Tendances en baisse chez la jeunesse européenne : diminution de la consommation de drogues, d’alcool et de tabac selon l’étude ESPAD

Une réduction notable de la consommation chez les adolescents européens
Selon l’étude ESPAD, réalisée tous les quatre ans dans 37 pays européens, la proportion d’adolescents consommant régulièrement des substances illicites, de l’alcool ou du tabac tend à diminuer. Par exemple, en Islande, moins d’un jeune sur cent fume quotidiennement, comparé à 20 % en Croatie. En France, cette évolution se traduit par une transformation du profil des jeunes, qui sont passés d’une des plus fortes proportions de consommateurs de cannabis à une génération d’« ados modèles ». En revanche, dans des pays comme Chypre et l’Ukraine, l’expérimentation de drogues illicites reste plus répandue.
Malgré ces disparités nationales, la tendance globale montre un recul de la consommation de substances chez les jeunes de 16 ans dans toute l’Europe, y compris en Suisse, même si cette dernière n’est pas incluse dans l’étude ESPAD, mais suivie par l’Organisation mondiale de la santé (OMS). Ces changements s’observent également dans d’autres régions du continent européen.

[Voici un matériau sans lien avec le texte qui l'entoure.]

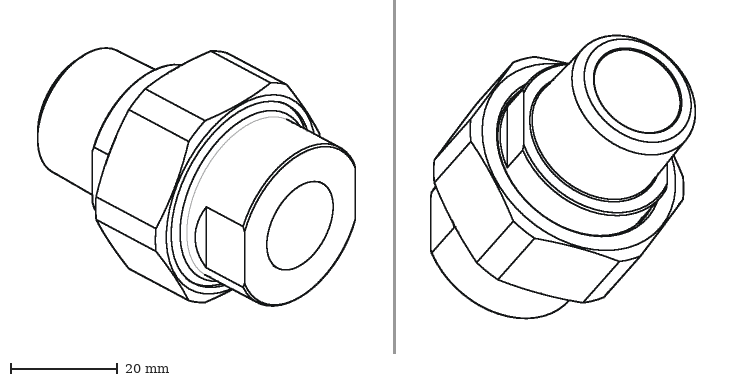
import cadquery as cq


total_length = 57.5
bore_diameter = 18.0
bore_chamfer = 0.25
body_diameter = 33.0
wrench_width = 30.0
edge_chamfer = 0.4

tip_diameter = 22.35
tip_chamfer_length = 1.65
taper_small_diameter = 25.9
taper_large_diameter = 26.85
collar_start = 17.95
relief_diameter = 27.5
relief_length = 0.35

nut_start = 24.95
nut_length = 17.2
nut_end = nut_start + nut_length
nut_across_flats = 41.0
nut_corner_diameter = 44.7
nut_face_diameter = 40.5
nut_chamfer_length = 0.8
nut_lip_length = 2.9
nut_lip_diameter = 33.5
nut_lip_chamfer = 0.45
nut_bore_diameter = 37.85

joint_position = 32.8
shoulder_end = 42.95
shoulder_fillet = 0.85
tail_flat_start = 47.55

flange_start = nut_start + nut_lip_length


def revolve_about_x(profile):
    """Turn a closed profile, drawn as (x, radius), about the X axis."""
    return profile.close().revolve(360, (0, 0, 0), (1, 0, 0))


def cylinder_x(start, end, diameter):
    """Cylinder along X between two positions."""
    return cq.Workplane("YZ", origin=(start, 0, 0)).circle(diameter / 2).extrude(end - start)


def flat_cutters(start, end, sloped_start):
    """Two cutters leaving flats at the wrench width; sloped_start tilts their first end 45 degrees."""
    flat_y = wrench_width / 2
    outer_y = flat_y + body_diameter / 2
    slope_run = outer_y - flat_y if sloped_start else 0
    cutter = (
        cq.Workplane("XY")
        .polyline([(start, flat_y), (end, flat_y), (end, outer_y), (start - slope_run, outer_y)])
        .close()
        .extrude(body_diameter / 2, both=True)
    )
    return cutter.union(cutter.mirror("XZ"))


def make_male_end():
    bore_radius = bore_diameter / 2
    body_radius = body_diameter / 2
    flange_radius = nut_bore_diameter / 2
    blank = revolve_about_x(
        cq.Workplane("XY").polyline([
            (bore_chamfer, bore_radius),
            (0, bore_radius + bore_chamfer),
            (0, tip_diameter / 2),
            (tip_chamfer_length, taper_small_diameter / 2),
            (collar_start - relief_length, taper_large_diameter / 2),
            (collar_start, relief_diameter / 2),
            (collar_start, body_radius - edge_chamfer),
            (collar_start + edge_chamfer, body_radius),
            (flange_start, body_radius),
            (flange_start, flange_radius),
            (joint_position, flange_radius),
            (joint_position, bore_radius),
        ])
    )
    return blank.cut(flat_cutters(collar_start, nut_start, sloped_start=False))


def make_union_nut():
    corner_radius = nut_corner_diameter / 2
    face_radius = nut_face_diameter / 2
    hexagon = (
        cq.Workplane("YZ", origin=(nut_start, 0, 0))
        .polygon(6, nut_across_flats, circumscribed=True)
        .extrude(nut_length)
        .rotate((0, 0, 0), (1, 0, 0), 30)
    )
    turned_envelope = revolve_about_x(
        cq.Workplane("XY").polyline([
            (nut_start, 0),
            (nut_start, face_radius),
            (nut_start + nut_chamfer_length, corner_radius),
            (nut_end - nut_chamfer_length, corner_radius),
            (nut_end, face_radius),
            (nut_end, 0),
        ])
    )
    lip_radius = nut_lip_diameter / 2
    lip_opening = revolve_about_x(
        cq.Workplane("XY").polyline([
            (nut_start, 0),
            (nut_start, lip_radius + nut_lip_chamfer),
            (nut_start + nut_lip_chamfer, lip_radius),
            (flange_start, lip_radius),
            (flange_start, 0),
        ])
    )
    main_bore = cylinder_x(flange_start, nut_end, nut_bore_diameter)
    return hexagon.intersect(turned_envelope).cut(lip_opening).cut(main_bore)


def make_tail_piece():
    bore_radius = bore_diameter / 2
    body_radius = body_diameter / 2
    shoulder_radius = nut_bore_diameter / 2
    bevel_end_radius = body_radius + shoulder_fillet
    bevel_size = shoulder_radius - bevel_end_radius
    blank = revolve_about_x(
        cq.Workplane("XY")
        .moveTo(joint_position, bore_radius)
        .lineTo(joint_position, shoulder_radius)
        .lineTo(shoulder_end - bevel_size, shoulder_radius)
        .lineTo(shoulder_end, bevel_end_radius)
        .radiusArc((shoulder_end + shoulder_fillet, body_radius), -shoulder_fillet)
        .lineTo(total_length - edge_chamfer, body_radius)
        .lineTo(total_length, body_radius - edge_chamfer)
        .lineTo(total_length, bore_radius)
    )
    return blank.cut(flat_cutters(tail_flat_start, total_length, sloped_start=True))


male_end = make_male_end()
union_nut = make_union_nut()
tail_piece = make_tail_piece()

result = cq.Compound.makeCompound([male_end.val(), union_nut.val(), tail_piece.val()])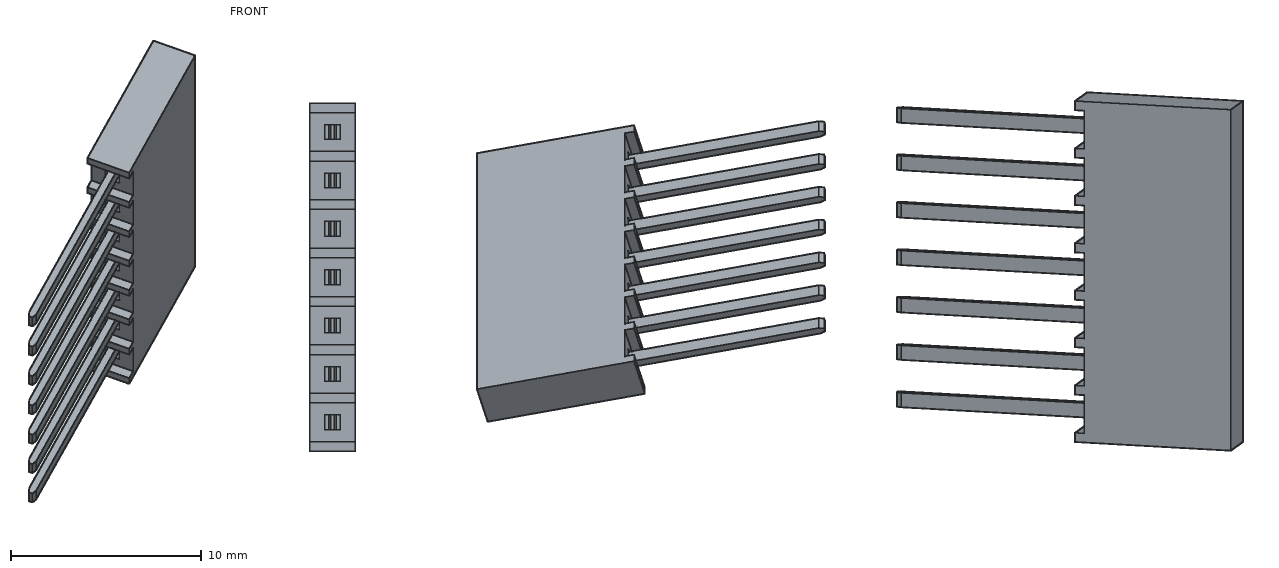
import cadquery as cq

housing_width = 2.4
housing_height = 18.3
housing_depth = 8.5
rib_depth = 0.5
rib_thickness = 0.5

pin_count = 7
pin_pitch = (housing_height - rib_thickness) / pin_count
total_length = 18.52
pin_width = 0.4
pin_height = 0.78
tip_width = 0.2
tip_length = 0.26

opening_width = 0.8
opening_height = pin_height
opening_depth = 0.37

rib_front = -housing_depth
face_front = rib_front + rib_depth
tip_front = -total_length
opening_floor = face_front + opening_depth


def block(width, height, y_front, y_rear, z_center):
    """Box centered on X, spanning y_front to y_rear."""
    length = y_rear - y_front
    center = (0, (y_front + y_rear) / 2, z_center)
    return cq.Workplane("XY").box(width, length, height).translate(center)


def pin(z_center):
    """Rectangular pin whose sides taper in X toward the tip."""
    taper_start = tip_front + tip_length
    outline = [
        (-pin_width / 2, opening_floor),
        (-pin_width / 2, taper_start),
        (-tip_width / 2, tip_front),
        (tip_width / 2, tip_front),
        (pin_width / 2, taper_start),
        (pin_width / 2, opening_floor),
    ]
    bottom = z_center - pin_height / 2
    return cq.Workplane("XY").workplane(offset=bottom).polyline(outline).close().extrude(pin_height)


pin_centers = [(i - (pin_count - 1) / 2) * pin_pitch for i in range(pin_count)]
rib_centers = [(i - pin_count / 2) * pin_pitch for i in range(pin_count + 1)]

result = block(housing_width, housing_height, face_front, 0, 0)

for z in rib_centers:
    result = result.union(block(housing_width, rib_thickness, rib_front, face_front, z))

for z in pin_centers:
    result = result.cut(block(opening_width, opening_height, face_front, opening_floor, z))
    result = result.union(pin(z))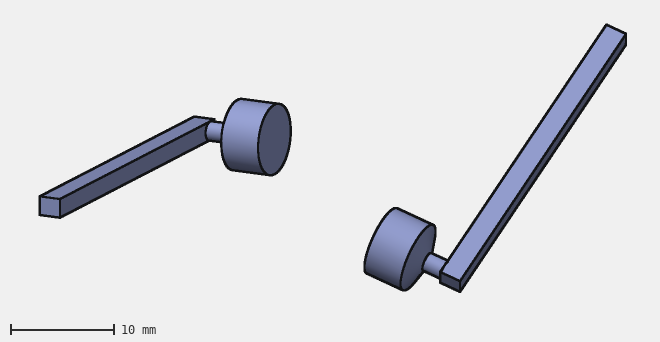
import cadquery as cq

ARM_WIDTH = 2.2
ARM_HEIGHT = 1.9
STEM_DIAMETER = 1.92
STEM_LENGTH = 2.0
CONE_LENGTH = 1.0
HEAD_DIAMETER = 7.0
HEAD_LENGTH = 4.0
OVERALL_LENGTH = 35.55

stem_radius = STEM_DIAMETER / 2
head_radius = HEAD_DIAMETER / 2

arm_end_y = stem_radius
arm_length = OVERALL_LENGTH - head_radius + arm_end_y

cone_start_x = ARM_WIDTH + STEM_LENGTH
head_start_x = cone_start_x + CONE_LENGTH
head_end_x = head_start_x + HEAD_LENGTH


def make_arm():
    """Straight rectangular bar running along Y."""
    return (
        cq.Workplane("XY")
        .box(ARM_WIDTH, arm_length, ARM_HEIGHT, centered=(False, False, True))
        .translate((0, arm_end_y - arm_length, 0))
    )


def make_knob():
    """Stem, cone and cylindrical head revolved about the X axis."""
    half_profile = [
        (ARM_WIDTH, 0),
        (ARM_WIDTH, stem_radius),
        (cone_start_x, stem_radius),
        (head_start_x, head_radius),
        (head_end_x, head_radius),
        (head_end_x, 0),
    ]
    return cq.Workplane("XY").polyline(half_profile).close().revolve(360, (0, 0, 0), (1, 0, 0))


arm = make_arm()
knob = make_knob()

result = cq.Compound.makeCompound([arm.val(), knob.val()])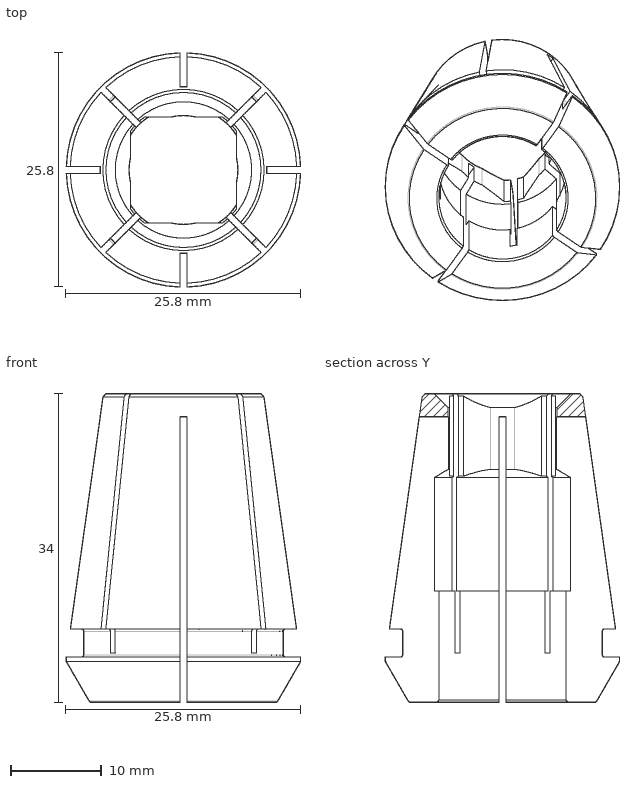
import cadquery as cq
import math

height = 34.0
taper_angle = 8.0
taper_bottom_z = 8.05
taper_bottom_radius = 12.48
top_chamfer = 0.35

groove_radius = 11.0
groove_bottom_z = 5.0
groove_fillet = 0.25

flange_diameter = 25.85
flange_radius = flange_diameter / 2
flange_edge_height = 0.5
nose_angle = 30.0
nose_chamfer = 0.15

shank_radius = 7.0
shank_length = 12.25
shank_chamfer = 0.25
relief_radius = 7.5
relief_top_z = 24.75
drill_tip_angle = 118.0
pilot_radius = 6.0
square_width = 11.65
square_corner_radius = 7.25
mouth_radius = relief_radius
mouth_angle = 45.0

slot_width = 0.75
bottom_slot_top_z = 31.45
top_slot_floor_z = 5.45


def cone_drop(outer_radius, inner_radius, angle):
    """Axial length of a cone between two radii, angle measured from the axis to the side."""
    return (outer_radius - inner_radius) / math.tan(math.radians(angle))


def outer_body():
    """Solid of revolution: nose cone, flange, filleted groove and main taper."""
    taper_tan = math.tan(math.radians(taper_angle))
    chamfer_z = height - top_chamfer
    chamfer_radius = taper_bottom_radius - (chamfer_z - taper_bottom_z) * taper_tan
    flange_bottom_z = groove_bottom_z - flange_edge_height
    nose_tan = math.tan(math.radians(nose_angle))
    nose_radius = flange_radius - (flange_bottom_z - nose_chamfer) * nose_tan
    return (
        cq.Workplane("XZ")
        .lineTo(nose_radius - nose_chamfer, 0)
        .lineTo(nose_radius, nose_chamfer)
        .lineTo(flange_radius, flange_bottom_z)
        .lineTo(flange_radius, groove_bottom_z)
        .lineTo(groove_radius + groove_fillet, groove_bottom_z)
        .radiusArc((groove_radius, groove_bottom_z + groove_fillet), groove_fillet)
        .lineTo(groove_radius, taper_bottom_z - groove_fillet)
        .radiusArc((groove_radius + groove_fillet, taper_bottom_z), groove_fillet)
        .lineTo(taper_bottom_radius, taper_bottom_z)
        .lineTo(chamfer_radius, chamfer_z)
        .lineTo(chamfer_radius - top_chamfer, height)
        .lineTo(0, height)
        .close()
        .revolve(360, (0, 0), (0, 1))
    )


def round_bore():
    """Shank hole, relief with its drill-point shoulder, pilot hole and the flared mouth."""
    shoulder_z = relief_top_z + cone_drop(relief_radius, pilot_radius, drill_tip_angle / 2)
    mouth_z = height - cone_drop(mouth_radius, pilot_radius, mouth_angle)
    profile = [
        (0, 0),
        (shank_radius + shank_chamfer, 0),
        (shank_radius, shank_chamfer),
        (shank_radius, shank_length),
        (relief_radius, shank_length),
        (relief_radius, relief_top_z),
        (pilot_radius, shoulder_z),
        (pilot_radius, mouth_z),
        (mouth_radius, height),
        (0, height),
    ]
    return cq.Workplane("XZ").polyline(profile).close().revolve(360, (0, 0), (0, 1))


def square_socket():
    """Square prism with its corners rounded on a common circle."""
    depth = height - relief_top_z
    base = cq.Workplane("XY").workplane(offset=relief_top_z)
    corner_circle = base.circle(square_corner_radius).extrude(depth)
    return base.rect(square_width, square_width).extrude(depth).intersect(corner_circle)


def crossed_slots(bottom_z, top_z, angle):
    """Two full-width slots crossing on the axis, turned about Z by the angle."""
    length = 2 * flange_diameter
    slots = cq.Workplane("XY").workplane(offset=bottom_z)
    slots = slots.rect(length, slot_width).extrude(top_z - bottom_z)
    crossed = slots.union(slots.rotate((0, 0, 0), (0, 0, 1), 90))
    return crossed.rotate((0, 0, 0), (0, 0, 1), angle)


result = (
    outer_body()
    .cut(round_bore())
    .cut(square_socket())
    .cut(crossed_slots(0, bottom_slot_top_z, 0))
    .cut(crossed_slots(top_slot_floor_z, height, 45))
)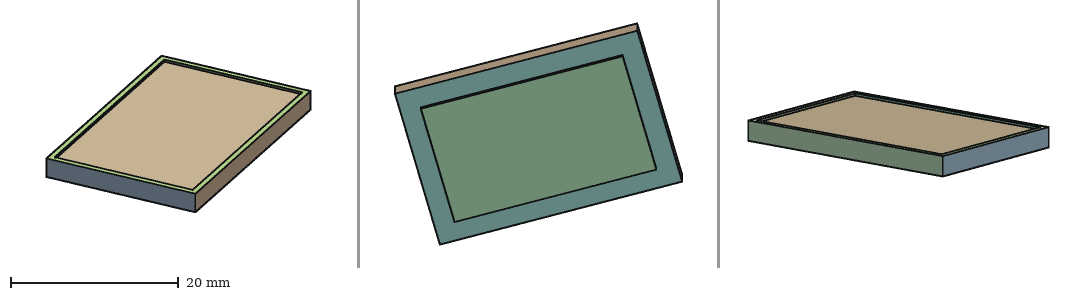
import cadquery as cq

length = 30.0
width = length * 2 / 3
height = 3.0

foot_height = height / 6
foot_inset = length / 12

rim_width = 0.75
recess_depth = 0.3


def inset_block(inset, bottom, thickness):
    """Centred block whose sides lie inside the tray outline by the inset."""
    return (
        cq.Workplane("XY")
        .workplane(offset=bottom)
        .rect(width - 2 * inset, length - 2 * inset)
        .extrude(thickness)
    )


foot = inset_block(foot_inset, 0, foot_height)
tray = inset_block(0, foot_height, height - foot_height)
recess = inset_block(rim_width, height - recess_depth, recess_depth)

result = tray.union(foot).cut(recess)

Influences des politiques publiques et évolutions sociales
Les efforts de prévention et leurs effets
Selon Marina Delgrande Jordan, responsable de la recherche chez Addiction Suisse, cette baisse pourrait en partie résulter des politiques publiques et des actions de prévention initiées depuis les années 2000, visant à limiter l’accès à certains produits et à encourager des comportements plus sains chez les jeunes. Cependant, la persistante tendance à la baisse dans plusieurs pays européens, malgré des stratégies variées, indique également des « changements plus profonds dans le comportement des adolescents », selon cette spécialistes.
Transformation des modes de sociabilité des jeunes
La sociologue Marie Jauffret-Roustide, membre du Conseil scientifique de l’Agence européenne des drogues, souligne une évolution dans les modes de socialisation. Elle explique que la pandémie de COVID-19 a fortement réduit les possibilités de rencontres en face à face, ce qui a entraîné une diminution de la consommation en groupe de substances telles que le tabac, l’alcool ou le cannabis. Par ailleurs, les jeunes passent davantage de temps derrière leurs écrans, que ce soit via les réseaux sociaux pour les filles ou les jeux vidéo pour les garçons, ce qui favorise des sociabilités virtuelles.
Elle ajoute que, selon diverses études, lorsque les jeunes ne se rassemblent pas physiquement, leur consommation de ces produits est souvent inférieure. Par ailleurs, la perception sociale du tabac a évolué : la génération Z voit désormais ce produit comme une substance nocive, très éloignée de l’image « branchée » qui prévalait auparavant.
Les disparités de marché et leurs impacts
L’étude ESPAD met en évidence des écarts significatifs entre certains pays. Par exemple, en Bulgarie ou en Croatie, un jeune sur cinq fume quotidiennement, contre moins de 4 % en France, en Scandinavie ou dans les pays baltes. Ces différences peuvent en partie s’expliquer par la disponibilité des produits sur le marché national, comme les cigarettes électroniques ou autres alternatives, dont l’accès est plus facile dans certains pays. Marina Delgrande Jordan souligne que ces alternatives pourraient en partie ou totalement substituer la consommation traditionnelle.
Ce constat souligne que la tendance vers une baisse générale masque une réalité plus fragmentée à l’échelle européenne. Par ailleurs, l’étude n’aborde pas de manière spécifique l’influence des facteurs sociaux, familiaux ou éducatifs, qui restent pourtant essentiels dans l’évolution des comportements des jeunes.